The majority of this week’s column is lifted from a local free paper with a very rich history, The Govan Press. I make no apology for that as the story which caught my eye in the latest edition concerned The Mary Barbour Association and their attempt to secure funding from the Scottish Government quango, Creative Scotland.

According to the story an application for funding to support artists who have been shortlisted to create a permanent memorial of Govan’s own Mary Barbour was refused.

She was Glasgow’s first female Labour councillor and the woman who led the civil disobedience campaign of rent strikes against the profiteering private landlords in Glasgow in 1915.

The greedy private landlords sought to profit from the extra demand for housing during the war by hiking rents and evicting families of soldiers serving in the Great War’s frontline.

Through determined and courageous organising Mary Barbour assembled an army of women, mostly, across Govan and Maryhill who refused to pay the unjustified rent rises and waged literal combat against sheriff officers despatched to try and evict rent striking families.

It was the type of civil disobedience that was required to break such unjust laws that permitted the private landlords to raise rents at will and punish poor families who could hardly afford existing rents let alone the exorbitant rises.

Mary Barbour and her volunteer army of rent strikers and sheriff officer busters were having none of it. ‘Better to break the law than break the poor’ was one of their mottos.

Labour and the SNP Government could learn a lot from those struggles 100 years ago in relation to the horrendous local government job and services cuts being contemplated today.

Anyway, unbelievably Creative Scotland rejected an application despite finding money to support such delights as a puppet maker to take two productions, entitled Cloud Man and The Secret Life of Suitcases to Canada, China and Australia, and over £6,000 to SonADA to allow it to stage a series of workshops about the sounds of slowness and boredom. Seriously?

Frankly I find that decision incredible and worthy of detailed justification or prompt re-consideration.

A fund was launched last year to raise the £80,000 needed to complete the statue of Mary Barbour but the design, material and location have yet to be decided.
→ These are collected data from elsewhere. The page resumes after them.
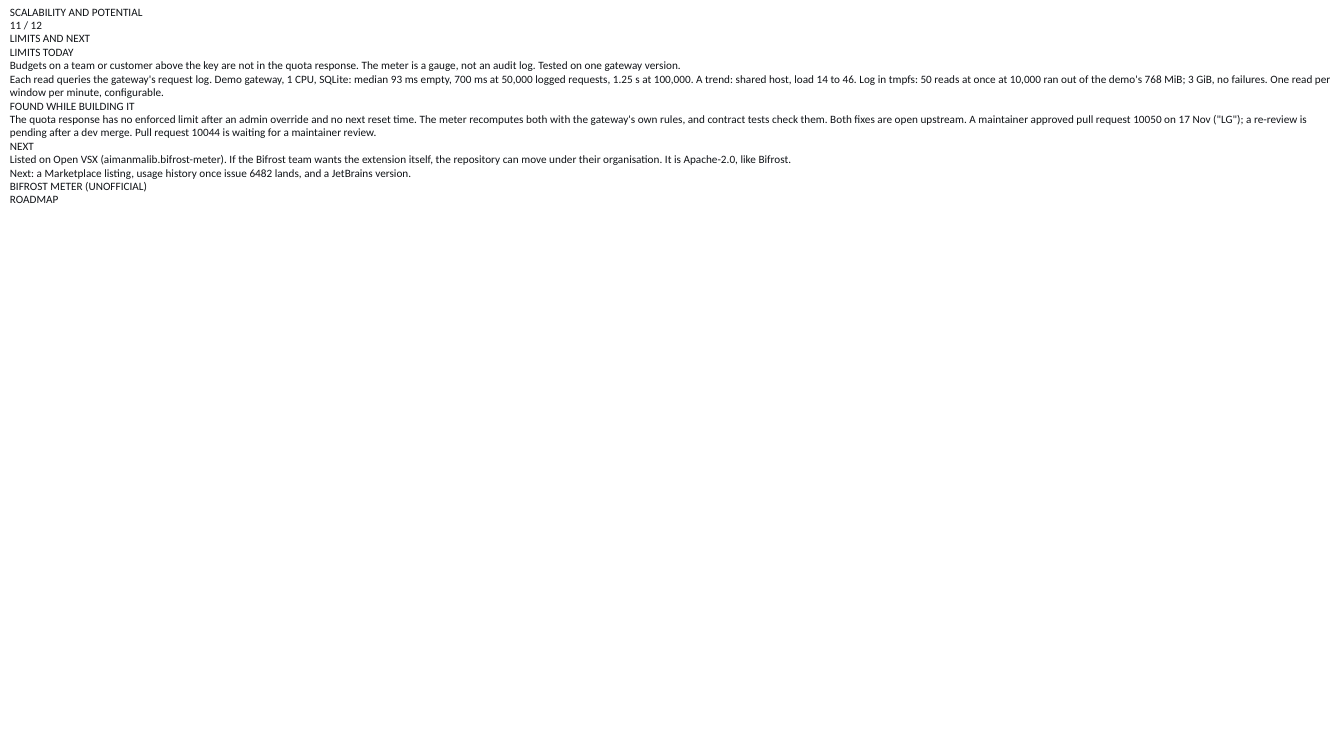
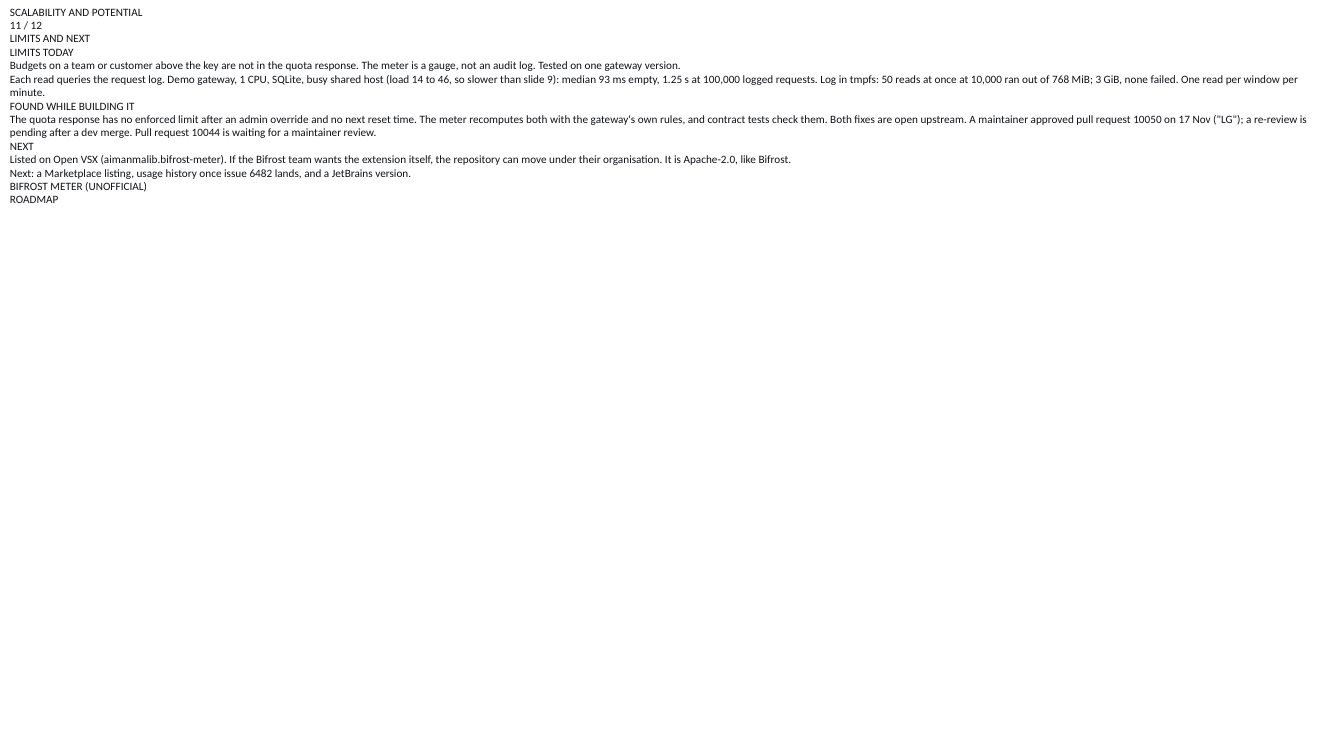
Before and after one commit to aimanmalib/bifrost-meter, a slide deck: slide 11 of deck/bifrost-meter.pptx. Drawn at 1344x756 pixels with LibreOffice and Linux fonts; fonts in the diff are those of the drawing; background and template pictures are left out. Boxes give left, top, right and bottom in pixels: in the first picture for what was removed or moved away, otherwise in the second. Text is boxed around its words. In the diff, an @@ line names an element or a change of style, - is before the commit and + after.

```diff
--- a/deck/bifrost-meter.pptx
+++ b/deck/bifrost-meter.pptx
@@ text at (x1=10, y1=75, x2=1298, y2=96): text changed @@
-Each read queries the gateway's request log. Demo gateway, 1 CPU, SQLite: median 93 ms empty, 700 ms at 50,000 logged requests, 1.25 s at 100,000. A trend: shared host, load 14 to 46. Log in tmpfs: 50 reads at once at 10,000 ran out of the demo's 768 MiB; 3 GiB, no failures. One read per window per minute, configurable.
+Each read queries the request log. Demo gateway, 1 CPU, SQLite, busy shared host (load 14 to 46, so slower than slide 9): median 93 ms empty, 1.25 s at 100,000 logged requests. Log in tmpfs: 50 reads at once at 10,000 ran out of 768 MiB; 3 GiB, none failed. One read per window per minute.
```
Also in this commit, not shown: 2 other files.

I would have thought this was a project Glasgow City council and Creative Scotland would have been all over.

After this column appears on line I intend forwarding it to Creative Scotland in search of an answer as to why this Remember Mary Barbour Association funding request was turned down. I will be emailing them at enquiries@creativescotland.com and I ask you to do likewise.

The Remember Mary Barbour Association and their campaign to build a statue to this Glasgow heroine deserves support from all of Glasgow.

Without their campaign of defiance the Rent Restriction Act of 1915 forcing the Government to freeze rents for the duration of the war would not have been rushed into law. It was the 30,000 rent strikers led by Mary Barbour which forced that concession and ultimately the campaign effectively opened the way for the construction of municipal houses across the city.

Real Glasgow history which should be taught in our schools and is deserving of real support from the likes of Creative Scotland, the City Council and the Scottish Government.